[Stored dataset items]
§

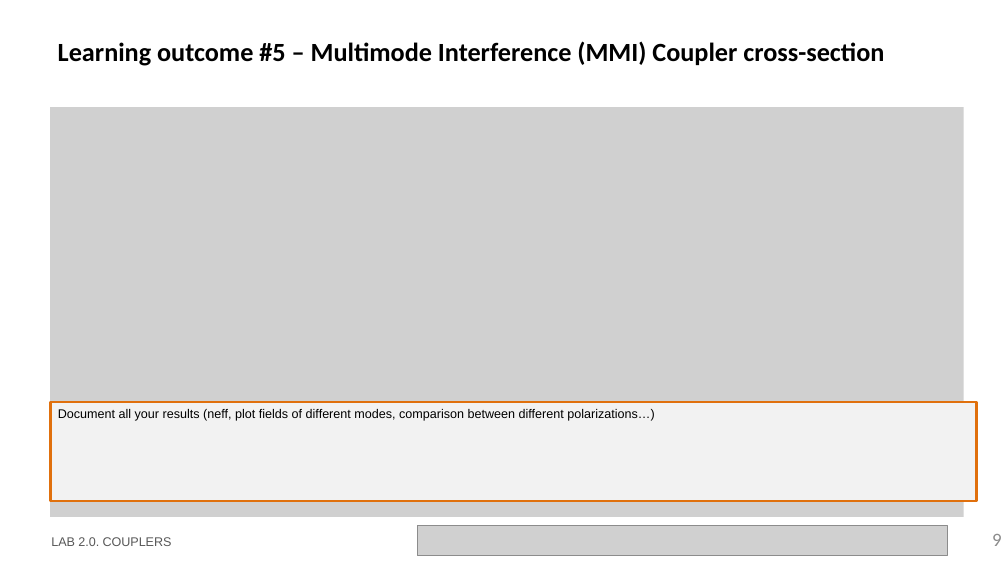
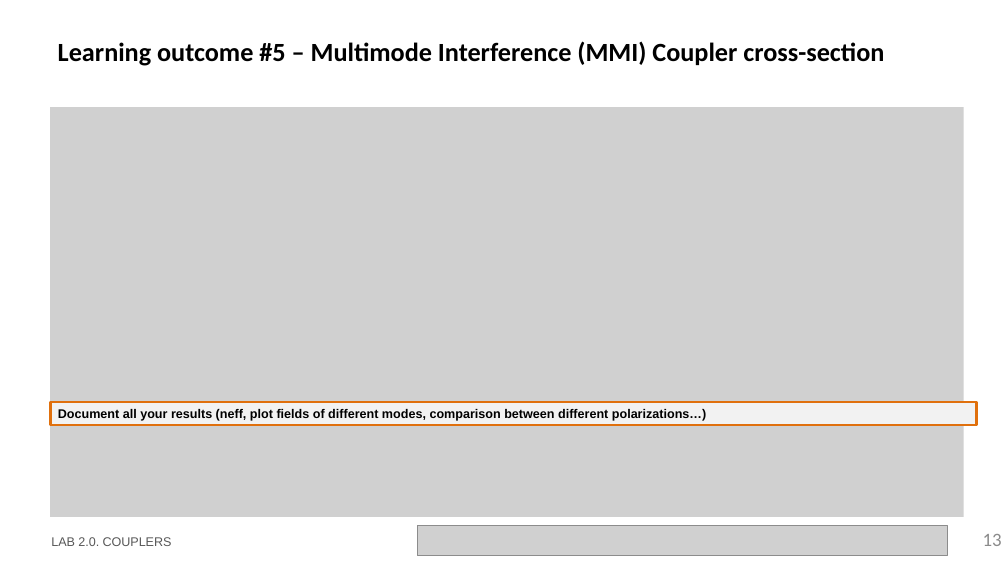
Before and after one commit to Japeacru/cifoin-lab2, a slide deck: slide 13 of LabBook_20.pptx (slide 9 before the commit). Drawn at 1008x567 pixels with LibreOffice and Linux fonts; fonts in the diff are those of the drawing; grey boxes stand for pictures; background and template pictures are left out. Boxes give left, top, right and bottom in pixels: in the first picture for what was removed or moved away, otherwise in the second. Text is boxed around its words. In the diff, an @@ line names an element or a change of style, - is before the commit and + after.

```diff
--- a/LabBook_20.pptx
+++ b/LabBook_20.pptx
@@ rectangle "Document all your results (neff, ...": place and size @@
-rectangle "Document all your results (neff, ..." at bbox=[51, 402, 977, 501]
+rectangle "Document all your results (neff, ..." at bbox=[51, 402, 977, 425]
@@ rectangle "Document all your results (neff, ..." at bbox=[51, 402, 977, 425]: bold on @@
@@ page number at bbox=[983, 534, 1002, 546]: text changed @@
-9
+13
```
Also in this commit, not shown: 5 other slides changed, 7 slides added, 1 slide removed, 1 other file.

§

Work required — What you return must match the records above exactly, minus any images.

Exercise response —
Before and after one commit to Japeacru/cifoin-lab2, a slide deck: slide 13 of LabBook_20.pptx (slide 9 before the commit). Drawn at 1008x567 pixels with LibreOffice and Linux fonts; fonts in the diff are those of the drawing; grey boxes stand for pictures; background and template pictures are left out. Boxes give left, top, right and bottom in pixels: in the first picture for what was removed or moved away, otherwise in the second. Text is boxed around its words. In the diff, an @@ line names an element or a change of style, - is before the commit and + after.

```diff
--- a/LabBook_20.pptx
+++ b/LabBook_20.pptx
@@ rectangle "Document all your results (neff, ...": place and size @@
-rectangle "Document all your results (neff, ..." at bbox=[51, 402, 977, 501]
+rectangle "Document all your results (neff, ..." at bbox=[51, 402, 977, 425]
@@ rectangle "Document all your results (neff, ..." at bbox=[51, 402, 977, 425]: bold on @@
@@ page number at bbox=[983, 534, 1002, 546]: text changed @@
-9
+13
```
Also in this commit, not shown: 5 other slides changed, 7 slides added, 1 slide removed, 1 other file.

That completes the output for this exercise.